Daha sonra onlara döndüm. "Dikkatli olun, parmak izi veya bizi düşündürecek birşey bırakmayın. Hadi gidelim."

Herkes tabancasını çektiğinde eve dikkatli bir şekilde girdik. Herkes sessizce ortalığa dağıldığında aşağı inecekken açık televizyonu görmemle kendimle bir çekişmeye girdim.

Evde biri mi vardı yoksa açık mı unutmuşlardı? Ben onu es geçerek aşağı merdivenlerden ekibim ile gitmeye başladım. Tam iyi denk gelmiş olacaktı ki beş oda vardı ve biz beş kişiydik.

Herkesi bı odaya dağıtırken bende karşıdaki odaya girdim. Oda gayet güzel dizayn edilmişti ama bu odanın amacı neydi?

Burası ne bir misafir odası olabilecek kadar aydınlık ne de oturma odası olacak sakindi. Yani burada birşeyler beklerdim.

Kendimi kitaplığın önünde bulurken beni oraya çeken birşeyler vardı. Kitapların arkasını kontrol ederken bir kitabı çekmem ile yer sarsıldı ve arkaya doğru dönmeye başladı.

Burada gizli bir oda vardı.

İçeri sessiz adımlarla girdiğimde duyduğum tetik çekme sesi ile duraksadım. Sıçtım..

"Kim var orada?" Odayı dolanıp kimseyi görmediğimde yanlış düşünmüş olabileceğimi düşündüm.

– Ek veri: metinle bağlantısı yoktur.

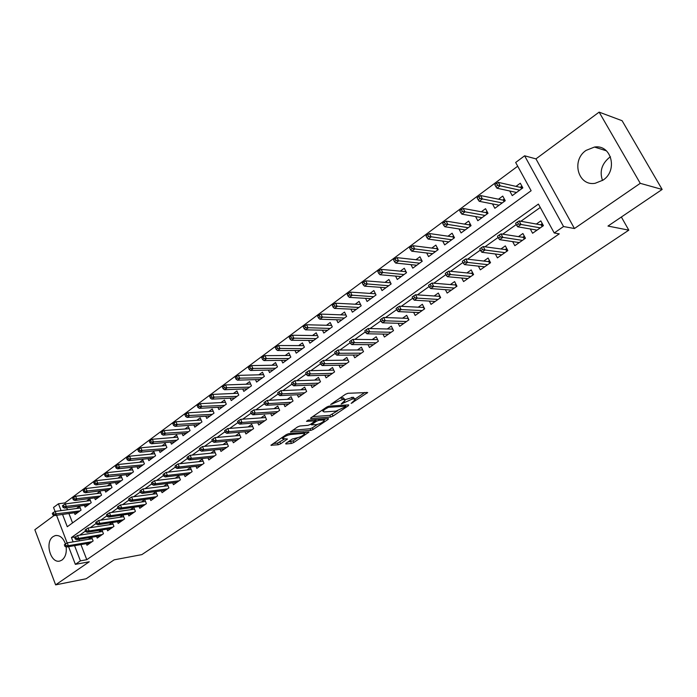<?xml version="1.0" encoding="UTF-8"?>
<svg xmlns="http://www.w3.org/2000/svg" width="697" height="697" viewBox="0 0 697 697"><rect width="100%" height="100%" fill="white"/><g stroke="black" fill="none" stroke-linecap="round" stroke-linejoin="round"><path stroke-width="1.05" d="M351.157 403.406L367.685 392.533L347.96 393.282L345.494 394.267L330.692 404.495L342.349 399.581L343.987 399.486L345.198 400.191L341.173 404.025L352.429 399.006L354.032 398.919L355.191 399.599L351.157 403.406M65.474 544C63.148 537.736 59.733 534.939 55.211 535.601L53.103 536.612C44.451 542.109 50.689 564.143 60.064 560.954L62.024 560.022C65.413 557.26 66.781 552.869 66.128 546.866M602.504 180.479C599.437 171.567 601.72 163.926 609.344 157.539L610.476 156.799M602.975 180.157C618.204 170.512 611.374 144.166 594.489 147.05L586.072 150.395C571 160.327 578.101 186.421 595.133 183.294L602.975 180.157M286.031 443.266L285.901 443.989L291.451 443.44L293.768 442.499L309.006 432.07L288.671 433.665L286.275 434.632L270.941 445.252L278.277 444.756L280.63 443.806L287.46 438.997L282.503 438.605C284.01 436.74 286.633 435.39 290.37 434.553L303.5 433.368L304.572 433.874C303.073 435.712 300.485 437.045 296.809 437.882L292.296 439.032L286.031 443.266M80.93 544.566L86.785 559.691L80.425 560.858L75.363 564.361L68.576 546.666M662.15 189.453L640.255 183.328L599.132 112.13L622.099 120.712L662.15 189.453L607.984 226.063L628.807 230.158L141.857 554.612L114.142 559.839L86.14 578.763L55.629 584.87L89.26 561.773L75.363 564.361M599.132 112.13L535.949 158.881L574.45 228.529L640.255 183.328M574.45 228.529L563.542 226.534L554.22 232.981L538.415 204.073L71.442 537.526L73.115 541.883M86.785 559.691L559.264 233.852L554.22 232.981M330.657 417.024L333.018 416.074L348.43 405.698L348.692 404.879L329.123 406.116L326.675 407.092L311.106 417.703L310.513 418.296L310.923 418.514L330.657 417.024L329.89 415.377L337.627 410.803M328.182 419.333L313.153 429.448L310.81 430.397L290.475 431.948L297.497 426.982L299.91 426.006L308.057 425.336L310.444 424.377L315.34 420.875L306.488 421.328L308.301 420.091L328.4 418.548L328.182 419.333L327.843 418.592M54.157 515.449L34.85 529.737L55.629 584.87M74.379 512.765L75.041 514.473L81.061 510.082L79.571 506.257L76.513 508.496M84.424 505.386L85.112 507.128L91.22 502.668L89.713 498.817L86.628 501.082M94.626 497.902L95.332 499.671L101.535 495.149L100.002 491.272L96.892 493.554M104.986 490.296L105.709 492.108L112.017 487.508L110.457 483.613L107.312 485.914M115.502 482.568L116.251 484.415L122.646 479.754L121.069 475.833L117.898 478.159M126.183 474.727L126.95 476.617L133.449 471.878L131.846 467.94L128.649 470.283M137.03 466.763L137.814 468.689L144.418 463.871L142.789 459.915L139.566 462.285M148.043 458.67L148.853 460.639L155.562 455.751L153.906 451.769L150.648 454.156M159.23 450.445L160.066 452.458L166.879 447.491L165.206 443.484L161.913 445.897M170.591 442.098L171.453 444.155L178.38 439.101L176.681 435.076L173.353 437.507M182.135 433.604L183.032 435.712L190.063 430.58L188.338 426.529L184.984 428.986M193.871 424.978L194.794 427.13L201.947 421.92L200.187 417.843L196.798 420.326M205.798 416.205L206.748 418.418L214.014 413.121L212.236 409.017L208.812 411.526M217.908 407.292L218.902 409.557L226.29 404.164L224.478 400.043L221.019 402.57M230.228 398.222L231.256 400.548L238.766 395.068L236.928 390.921L233.434 393.474M242.748 388.996L243.811 391.383L251.451 385.816L249.587 381.642L246.058 384.221M255.485 379.621L256.583 382.069L264.355 376.406L262.455 372.207L258.892 374.812M268.432 370.072L269.573 372.599L277.476 366.84L275.55 362.606L271.952 365.245M281.597 360.366L282.782 362.963L290.823 357.099L288.863 352.848L285.23 355.514M294.988 350.486L296.225 353.161L304.406 347.193L302.411 342.915L298.743 345.607M308.614 340.432L309.904 343.185L318.224 337.113L316.203 332.809L312.491 335.536M322.476 330.195L323.817 333.035L332.286 326.858L330.23 322.528L326.475 325.281M336.581 319.766L337.984 322.702L346.609 316.412L344.518 312.056L340.72 314.844M350.94 309.146L352.403 312.186L361.185 305.783L359.051 301.4L355.217 304.214M365.55 298.333L367.084 301.479L376.023 294.962L373.862 290.553L369.976 293.393M380.431 287.321L382.034 290.579L391.139 283.94L388.935 279.497L385.014 282.372M395.574 276.09L397.264 279.471L406.534 272.71L404.286 268.249L400.322 271.15M410.995 264.642L412.772 268.162L422.216 261.279L419.934 256.784L415.917 259.72M426.703 252.976L428.568 256.644L438.195 249.622L435.869 245.1L431.809 248.071M442.7 241.075L444.669 244.9L454.479 237.747L452.109 233.199L448.005 236.205M458.992 228.938L461.074 232.929L471.067 225.645L468.663 221.062L464.507 224.112M475.589 216.549L477.802 220.731L487.996 213.299L485.539 208.691L481.331 211.775M492.509 203.907L494.853 208.298L505.247 200.719L502.746 196.084L498.494 199.203M530.278 228.956L532.595 233.251L543.425 225.662L540.828 220.905L536.35 224.051M512.652 241.606L514.83 245.684L525.442 238.252L522.898 233.521L518.472 236.632M495.358 253.996L497.414 257.881L507.825 250.598L505.325 245.893L500.951 248.968M478.395 266.132L480.329 269.844L490.54 262.699L488.083 258.021L483.762 261.061M461.745 278.025L463.575 281.571L473.594 274.566L471.181 269.922L466.903 272.928M445.4 289.673L447.143 293.08L456.962 286.206L454.601 281.588L450.375 284.568M429.361 301.095L431.016 304.371L440.652 297.628L438.326 293.045L434.153 295.981M413.617 312.3L415.185 315.453L424.647 308.832L422.365 304.275L418.226 307.185M398.161 323.295L399.651 326.327L408.939 319.827L406.7 315.305L402.605 318.18M382.975 334.081L384.404 337.008L393.517 330.622L391.313 326.135L387.271 328.975M368.06 344.658L369.427 347.489L378.384 341.225L376.214 336.756L372.207 339.578M353.414 355.052L354.721 357.788L363.512 351.637L361.386 347.193L357.422 349.981M339.03 365.245L340.284 367.903L348.918 361.856L346.818 357.448L342.898 360.21M324.889 375.265L326.091 377.835L334.577 371.902L332.513 367.519L328.635 370.246M310.993 385.101L312.151 387.602L320.489 381.764L318.459 377.408L314.617 380.109M297.34 394.763L298.455 397.194L306.645 391.453L304.65 387.131L300.843 389.806M283.923 404.26L284.986 406.621L293.036 400.984L291.076 396.68L287.312 399.329M270.724 413.591L271.752 415.882L279.663 410.341L277.737 406.072L274.008 408.695M257.751 422.757L258.744 424.996L266.524 419.55L264.625 415.299L260.931 417.895M244.995 431.774L245.954 433.952L253.603 428.594L251.73 424.368L248.071 426.947M232.441 440.635L233.373 442.761L240.892 437.489L239.054 433.299L235.429 435.843M220.104 449.347L220.993 451.421L228.398 446.246L226.586 442.072L222.996 444.599M207.959 457.92L208.821 459.942L216.105 454.845L214.319 450.698L210.764 453.207M196.014 466.354L196.85 468.332L204.012 463.313L202.261 459.192L198.732 461.667M184.261 474.648L185.071 476.574L192.119 471.642L190.386 467.548L186.901 470.005M172.69 482.803L173.475 484.694L180.41 479.841L178.711 475.763L175.252 478.203M161.303 490.836L162.07 492.683L168.892 487.909L167.21 483.857L163.786 486.271M150.099 498.738L150.84 500.542L157.557 495.846L155.901 491.821L152.504 494.208M139.06 506.519L139.783 508.287L146.396 503.661L144.767 499.653L141.404 502.023M128.196 514.168L128.893 515.911L135.41 511.354L133.798 507.372L130.47 509.716M117.497 521.713L118.176 523.412L124.589 518.925L123.003 514.97L119.701 517.296M106.963 529.136L107.626 530.8L113.942 526.383L112.4 522.497M96.587 536.446L97.231 538.084L103.444 533.728L101.954 529.938M540.271 207.471L520.868 221.271M516.25 224.556L502.755 234.157M498.12 237.45L484.999 246.79M480.355 250.092L467.6 259.171M462.947 262.481L450.55 271.307M445.88 274.627L433.822 283.2M429.143 286.528L417.416 294.875M412.729 298.211L401.333 306.323M396.628 309.66L385.546 317.553M380.841 320.899L370.055 328.575M365.341 331.92L354.851 339.387M350.138 342.741L339.927 350.007M335.213 353.362L325.272 360.427M320.559 363.782L310.888 370.665M306.166 374.019L296.756 380.719M292.034 384.073L282.877 390.59M278.155 393.953L269.242 400.287M264.529 403.65L255.851 409.819M251.129 413.182L242.687 419.193M237.965 422.548L229.74 428.394M225.026 431.748L217.02 437.446M212.306 440.8L204.517 446.341M199.804 449.696L192.215 455.089M187.51 458.443L180.122 463.697M175.426 467.042L168.23 472.157M163.534 475.502L156.529 480.486M151.841 483.823L145.011 488.675M140.332 492.004L133.685 496.734M129.006 500.063L122.541 504.672M117.871 507.991L111.564 512.478M106.902 515.789L100.769 520.154M96.108 523.473L90.131 527.725M85.487 531.027L79.667 535.174M78.918 539.356L79.484 540.82M112.278 522.515L109.098 524.754M101.684 529.981L98.66 532.107M91.246 537.326L88.38 539.339M91.664 537.256L93.119 540.959L86.986 545.254L86.367 543.643M517.714 166.208L64.83 502.946L65.222 503.966M66.703 507.799L67.461 509.742M68.925 513.541L72.549 522.907M509.742 190.995L512.243 195.622L522.837 187.885L520.293 183.224L515.989 186.378M628.807 230.158L621.358 217.02M55.089 511.493L53.538 507.451L58.443 503.792L61.075 510.622M64.83 502.946L58.443 503.792M62.547 514.438L67.278 526.732L531.123 190.734L515.667 162.479L524.623 155.797L563.542 226.534M535.949 158.881L524.623 155.797M67.139 542.919L56.544 515.283M74.57 545.646L80.425 560.858M75.468 536.873L71.442 537.526M354.921 399.015L353.24 397.238L354.032 398.919M345.085 399.695L353.24 397.238M344.919 399.59L343.194 397.795L343.987 399.486M339.674 398.24L343.194 397.795M355.026 399.067L364.853 392.437M312.665 416.64L329.89 415.377M345.52 405.48L346.174 405.035M345.494 406.769L345.668 406.194L328.479 407.301L324.846 409.296L322.903 411.247L324.166 411.936L335.954 411.117L345.494 406.769M325.856 418.74L324 419.995M317.344 424.49L312.404 427.819L313.153 429.448M292.679 430.267L310.06 428.76L312.404 427.819M316.36 424.656C320.062 423.828 322.694 422.469 324.253 420.561L323.225 420.021L318.677 420.378L316.29 421.337L311.402 424.83L316.36 424.656M315.785 419.516L316.29 421.337M314.966 420.056L315.532 419.681M273.198 443.545L277.537 443.118L284.481 439.049M287.748 442.107L293.045 440.879L297.724 437.725M304.301 433.281L306.044 432.105M515.815 193.008L515.397 192.233M520.232 187.345L521.887 186.134M521.556 188.826L520.825 187.476L521.443 186.456L522.402 188.207M496.604 183.346L494.809 184.679L495.837 186.596L497.632 185.263L496.604 183.346L498.338 182.37L500.193 185.811L496.961 188.199L516.538 192.477M497.632 185.263L519.718 190.168M498.338 182.37L520.825 187.476M496.961 188.199L495.837 186.596M535.827 229.905L536.246 230.69M542.283 223.563L541.83 223.885L542.972 225.985M542.109 226.586L541.212 224.922L541.83 223.885L540.524 224.8M541.212 224.922L519.134 220.958L521.034 224.478L540.306 227.849M518.472 223.972L517.418 222.012L515.588 223.319L516.643 225.27L518.472 223.972L521.034 224.478L517.732 226.813L537.065 230.123M519.134 220.958L517.418 222.012M516.643 225.27L517.732 226.813M498.503 205.641L498.163 205.014M502.798 200.083L504.306 198.985M504.114 201.546L503.4 200.205L504.018 199.194L504.959 200.928M478.848 196.537L477.088 197.843L478.098 199.743L479.858 198.436L478.848 196.537L480.59 195.552L482.411 198.967L479.248 201.311L499.104 205.197M479.858 198.436L502.215 202.932M480.59 195.552L503.4 200.205M479.248 201.311L478.098 199.743M481.514 218.022L481.261 217.542M485.704 212.576L487.072 211.574M487.011 214.014L486.306 212.681L486.933 211.679L487.848 213.404M461.44 209.466L459.715 210.738L460.708 212.629L462.433 211.357L461.44 209.466L463.2 208.464L464.986 211.862L461.884 214.153L482.002 217.673M462.433 211.357L485.051 215.443M463.2 208.464L486.306 212.681M461.884 214.153L460.708 212.629M468.933 224.826L470.17 223.929L471.067 225.645M444.381 222.134L442.691 223.388L443.667 225.262L445.357 224.016L444.381 222.134L446.15 221.123L447.901 224.495L444.86 226.743L465.23 229.905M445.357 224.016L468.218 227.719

Hızlıca tüm çekmeceleri açarken arkamda kapı kilitlenme sesi ile oraya döndüm.

"Jeon?"

Bana sinirli gözleri ve elindeki tabancası ile bakıyordu. "Burada ne işiniz var Manoban."

Ben onu dinlemeden son belgeleri alırken de silahımı ona doğru tutmayı ihmal etmemiştim.

En son belgeleri almıştım. Sadece dışarı çıkmak kalmıştı. Kulaklığımdan herkesin çıktığına dair sesler gelirken benim de acilen çıkmam gerektiğini anlamıştım.

"Jeon, beni bırak ve silahını indir. Derhal." Kendisi benim sözümü dinlemeyip daha da uzaklaşıp kapının oraya gitti.

"Manoban, eğer elindekileri yere bırakıp çıkmazsan seni vuracağım." Son bir tuşa basarak kapıyı iyice kitlediğinde artık iki eliyle tabancasını tutuyordu.

Benim ise bir elimde belgeler diğer elimde silah vardı. Kendi içimde tüm hücrelerim sinir ile dolarken onun da aynı şeyi yaşadığına yemin edebilirdim.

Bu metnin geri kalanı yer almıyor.